# Fisher Push Plates for 88 K2500



## fonty (Oct 22, 2012)

Hello, I am new to this site and hope that someone here can help me with the following issue.

I recently purchased a used Fisher plow for my driveway. After getting it home and looking up the install instructions on the Fisher site I find that Fisher made two different push plates for the 1988-2000 K2500 series pickups. 1 kit of push plates that fits the K1500 series and the 7200gvw K2500 series the other kit of push plates fits the 8900gvw K2500 series.
These push plates generally look the same with the exception that the light duty (7200gvw) plates look like they have an added spacer on the back of the mounting plate but the install instruction note that the extension is to be removed on the 1988 models.

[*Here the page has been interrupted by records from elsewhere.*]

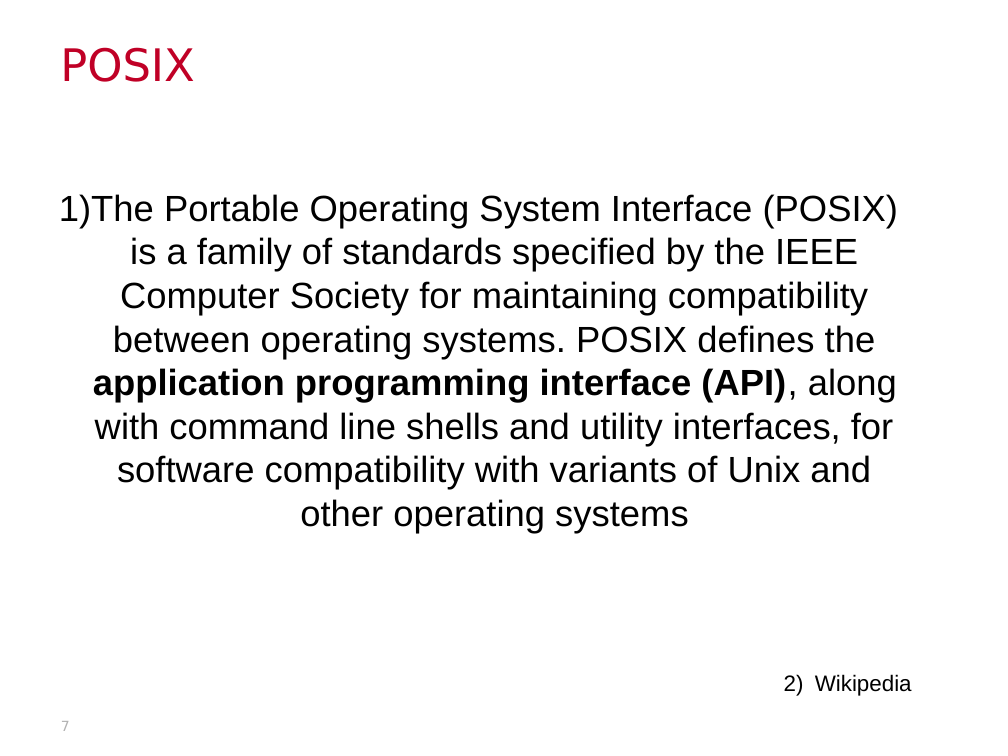
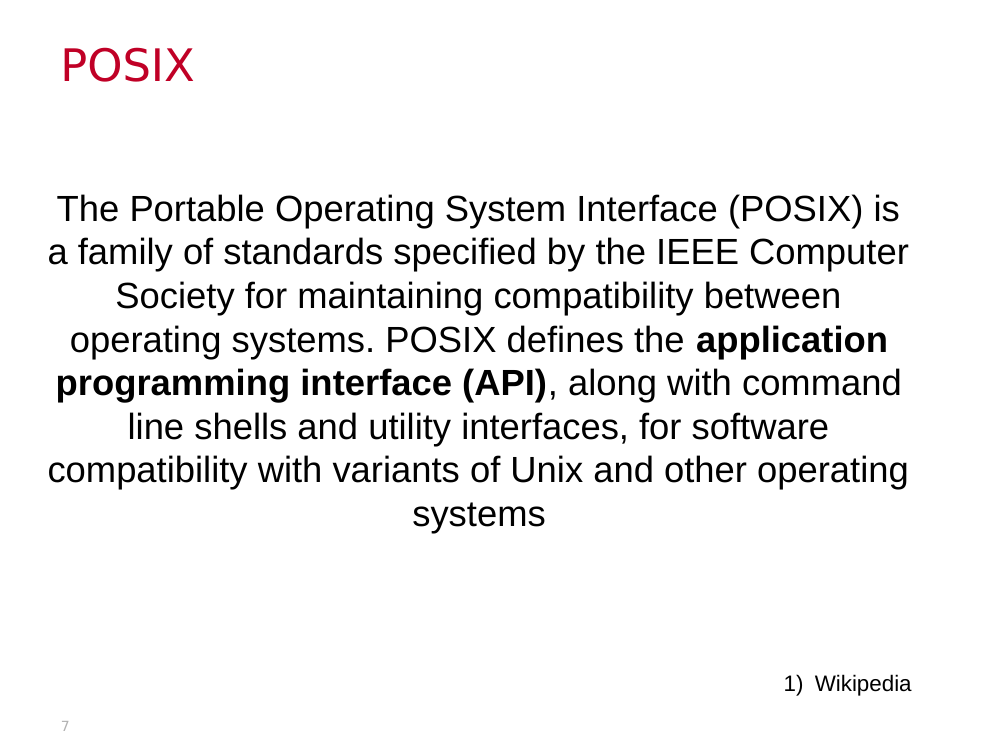
Before and after one commit to lucacm/SistemasHardwareSoftware, a slide deck: slide 7 of aulas/13-processos/slides.pptx. Drawn at 1008x756 pixels with LibreOffice and Linux fonts; fonts in the diff are those of the drawing; background and template pictures are left out. Boxes give left, top, right and bottom in pixels: in the first picture for what was removed or moved away, otherwise in the second. Text is boxed around its words. In the diff, an @@ line names an element or a change of style, - is before the commit and + after.

```diff
--- a/aulas/13-processos/slides.pptx
+++ b/aulas/13-processos/slides.pptx
@@ text at [48,194,909,534]: bullet 1) to none @@
```
Also in this commit, not shown: 33 other files.
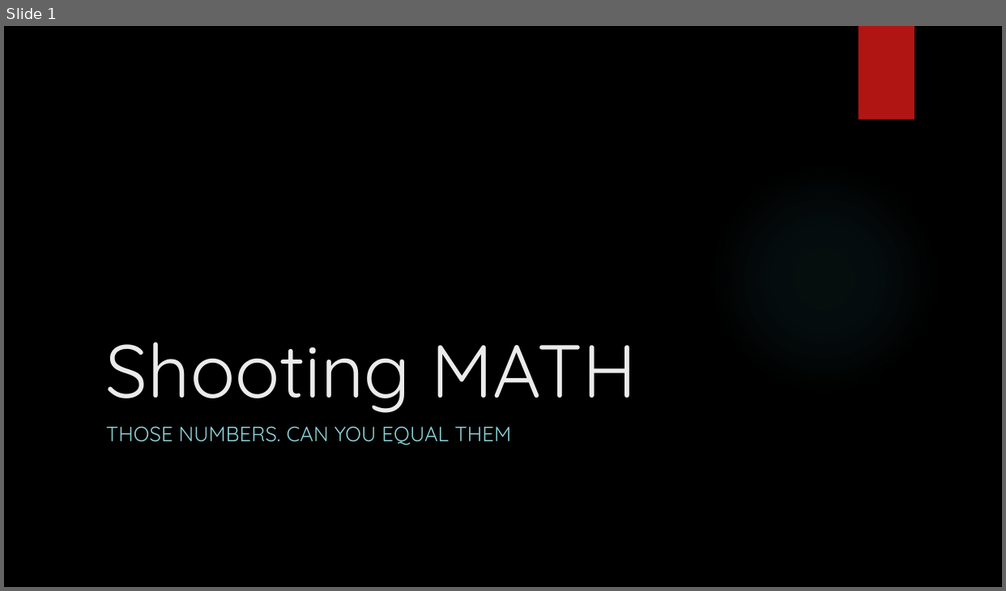
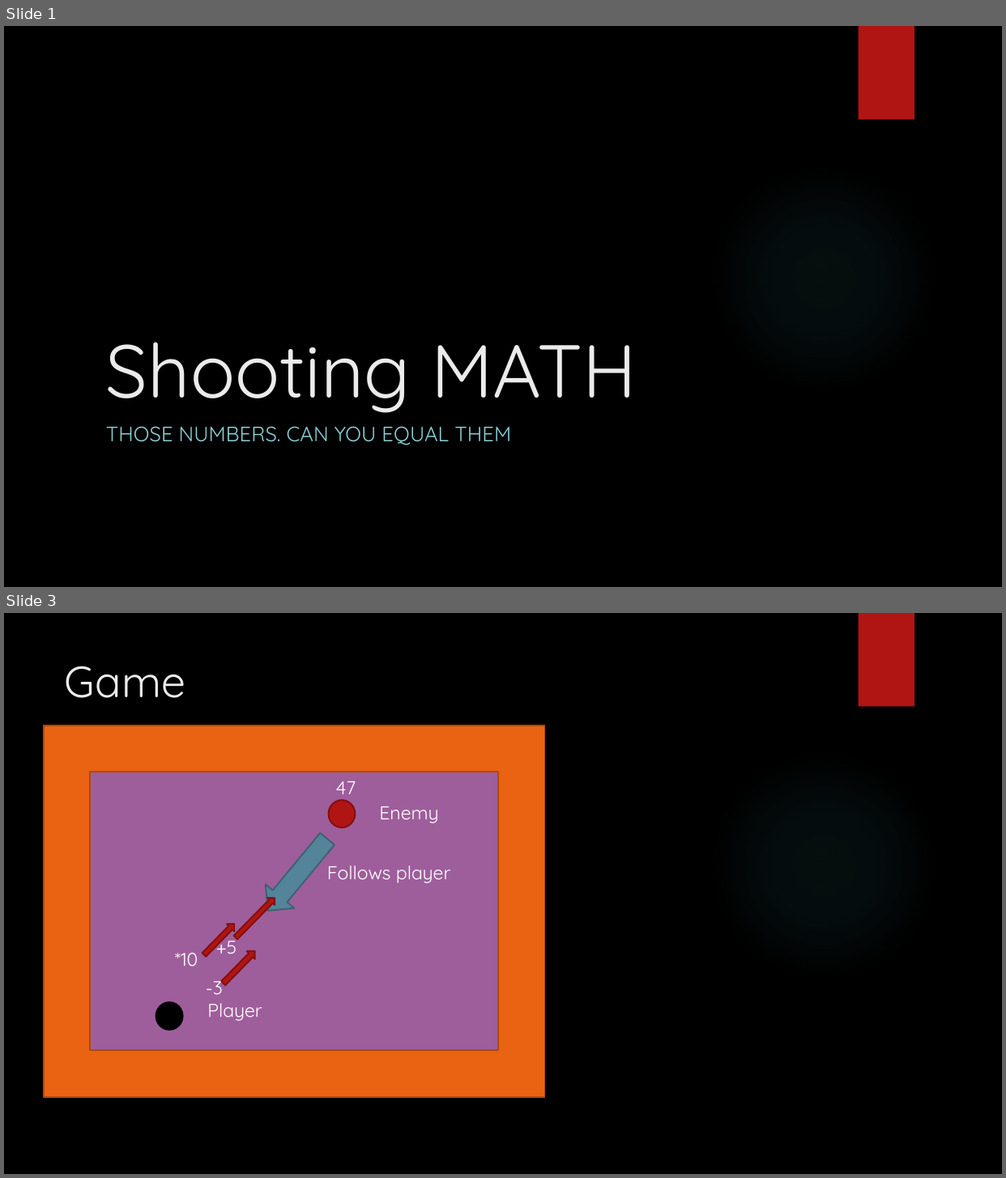
Before and after one commit to Faeblaze/Math_SHMUP, a slide deck: Shooting MATH presV1.pptx. Shown one above the other, each under a label of ours: slide 1 before the commit, slides 1 and 3 after it; the slides between them are not shown. The pictures are 1006x591 and 1006x1178 pixels, drawn with LibreOffice and Linux fonts; fonts in the diff are those of the drawing; background and template pictures are left out. Boxes give left, top, right and bottom in pixels: in the first picture for what was removed or moved away, otherwise in the second. Text is boxed around its words. In the diff, an @@ line names an element or a change of style, - is before the commit and + after.

```diff
--- a/Shooting MATH presV1.pptx
+++ b/Shooting MATH presV1.pptx
@@ slide 3 added at (4, 613, 1002, 1174), background picture (left out); not listed: 2 template elements that a slide beside it also shows @@
@@ title added at (65, 666, 186, 698), 42 pt, text #EBEBEB @@
+Game
@@ rectangle added at (44, 726, 544, 1097), fill #9E5E9B, outline #754673 1.5 pt @@
@@ frame added at (44, 726, 544, 1097), fill #EA6312, outline #AD490D 1.5 pt @@
@@ text added at (336, 781, 356, 794), 18 pt, text #FFFFFF @@
+47
@@ ellipse added at (328, 800, 355, 828), fill #B01513, outline #82100E 1.5 pt @@
@@ text added at (379, 807, 438, 824), 18 pt, text #FFFFFF @@
+Enemy
@@ down arrow added at (253, 828, 342, 922), fill #54849A, outline #3E6272 1.5 pt @@
@@ text added at (327, 866, 451, 884), 18 pt, text #FFFFFF @@
+Follows player
@@ down arrow added at (232, 894, 279, 942), fill #B01513, outline #82100E 1.5 pt @@
@@ down arrow added at (200, 920, 238, 959), fill #B01513, outline #82100E 1.5 pt @@
@@ text added at (175, 952, 198, 966), 18 pt, text #FFFFFF @@
+*10
@@ text added at (216, 935, 237, 954), 18 pt, text #FFFFFF @@
++5
@@ down arrow added at (219, 948, 258, 987), fill #B01513, outline #82100E 1.5 pt @@
@@ text added at (206, 979, 223, 995), 18 pt, text #FFFFFF @@
+-3
@@ ellipse added at (156, 1003, 183, 1030), fill #000000, outline #000000 1.5 pt @@
@@ text added at (207, 1003, 262, 1021), 18 pt, text #FFFFFF @@
+Player
```
Also in this commit, not shown: 2 slides changed, 34 other files.

The push plate part numbers are as follows:
K2500 7200gvw and K1500 series pickups
8858 Drives Side
8859 Pass Side
These parts are part of the 7138 mount kit.

















K2500 8900gvw series pickups
8767 Drives Side
8768 Pass Side
These parts are part of the 7125 mount kit.









The push plates that I have appear to be the 8900gvw series (the 7125 kit) but my truck is a 7200gvw series. So my question is can I use these plates on my truck without any modifications? Or do I need to find the push plates from the 7138 mount kit?

I held the passengers side plate up to the frame and it looks like the bolt holes line up so I am a bit confused.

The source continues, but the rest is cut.